AIM OF THE TASK
Begin with the first line below and retype each line exactly through the line containing "return shape.rotate((0, 0, 0), (0, 1, 0), -gap_tilt)". Any pictures are to be left out.

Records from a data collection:
--

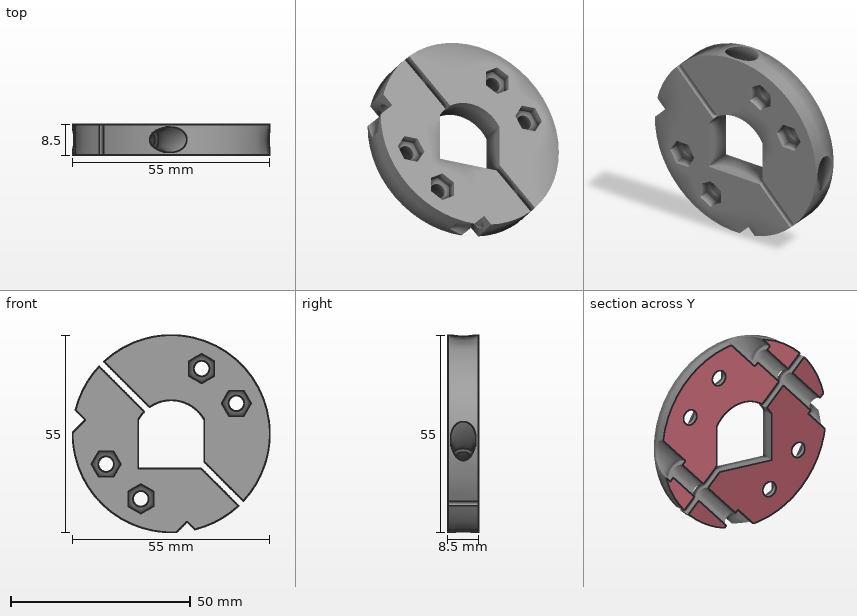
import cadquery as cq
import math

outer_diameter = 55.0
thickness = 8.5
gap_width = 1.9
gap_tilt = 45.0
big = 2 * outer_diameter

bore_half_width = 9.2
bore_bottom = -9.6
bore_top = 9.3
bore_shoulder = 3.9

bolt_diameter = 4.3
nut_across_flats = 7.1
nut_depth = 3.0
bolt_near = 8.45
bolt_far = 18.15

upper_screw_offset = 19.7
lower_screw_offset = -20.45
head_diameter = 7.1
head_seat = 11.1
clamp_nut_across_flats = 6.6
clamp_nut_seat = -14.2


def hexagon_diameter(across_flats):
    """Corner-to-corner size of a regular hexagon."""
    return across_flats / math.cos(math.pi / 6)


def closing_direction(shape):
    """Turn a shape whose X is the closing direction and Z the gap direction into place."""
    return shape.rotate((0, 0, 0), (0, 1, 0), -gap_tilt)


def make_disc():
    disc = (
        cq.Workplane("XZ", origin=(0, thickness / 2, 0))
        .circle(outer_diameter / 2)
        .extrude(thickness)
    )
    bore = (
        cq.Workplane("XZ", origin=(0, thickness / 2, 0))
        .moveTo(-bore_half_width, bore_bottom)
        .lineTo(bore_half_width, bore_bottom)
        .lineTo(bore_half_width, bore_shoulder)
        .threePointArc((0, bore_top), (-bore_half_width, bore_shoulder))
        .close()
        .extrude(thickness)
    )
    return disc.cut(bore)


def make_face_bolt(x, z, turn):
    """Through hole with a hexagonal nut pocket, its corners turned about Y."""
    hole = (
        cq.Workplane("XZ", origin=(x, thickness / 2, z))
        .circle(bolt_diameter / 2)
        .extrude(thickness)
    )
    pocket = (
        cq.Workplane("XZ", origin=(x, -thickness / 2, z))
        .transformed(rotate=(0, 0, turn))
        .polygon(6, hexagon_diameter(nut_across_flats))
        .extrude(-nut_depth)
    )
    return hole.union(pocket)


def make_clamp_screw(offset):
    """Screw hole, round head counterbore and nut pocket opening to the rim."""
    outward = math.copysign(1, offset)
    seat_plane = cq.Workplane("YZ", origin=(clamp_nut_seat, 0, offset))
    hole = seat_plane.circle(bolt_diameter / 2).extrude(outer_diameter)
    head = (
        cq.Workplane("YZ", origin=(head_seat, 0, offset))
        .circle(head_diameter / 2)
        .extrude(outer_diameter)
    )
    nut = seat_plane.polygon(6, hexagon_diameter(clamp_nut_across_flats)).extrude(-outer_diameter)
    rim_opening = (
        seat_plane.center(0, outward * outer_diameter / 2)
        .rect(2 * thickness, outer_diameter)
        .extrude(-outer_diameter)
    )
    return closing_direction(hole.union(head).union(nut).union(rim_opening))


def make_half(collar, side):
    """Part of the collar on the given side of the gap."""
    keep = cq.Workplane("XY").box(big, big, big).translate((side * (big + gap_width) / 2, 0, 0))
    return collar.intersect(closing_direction(keep))


collar = make_disc()
for side in (1, -1):
    collar = collar.cut(make_face_bolt(side * bolt_near, side * bolt_far, 30))
    collar = collar.cut(make_face_bolt(side * bolt_far, side * bolt_near, 0))
for offset in (upper_screw_offset, lower_screw_offset):
    collar = collar.cut(make_clamp_screw(offset))

upper_half = make_half(collar, 1)
lower_half = make_half(collar, -1)

result = cq.Compound.makeCompound([upper_half.val(), lower_half.val()])

--

TASK OUTPUT
import cadquery as cq
import math

outer_diameter = 55.0
thickness = 8.5
gap_width = 1.9
gap_tilt = 45.0
big = 2 * outer_diameter

bore_half_width = 9.2
bore_bottom = -9.6
bore_top = 9.3
bore_shoulder = 3.9

bolt_diameter = 4.3
nut_across_flats = 7.1
nut_depth = 3.0
bolt_near = 8.45
bolt_far = 18.15

upper_screw_offset = 19.7
lower_screw_offset = -20.45
head_diameter = 7.1
head_seat = 11.1
clamp_nut_across_flats = 6.6
clamp_nut_seat = -14.2


def hexagon_diameter(across_flats):
    """Corner-to-corner size of a regular hexagon."""
    return across_flats / math.cos(math.pi / 6)


def closing_direction(shape):
    """Turn a shape whose X is the closing direction and Z the gap direction into place."""
    return shape.rotate((0, 0, 0), (0, 1, 0), -gap_tilt)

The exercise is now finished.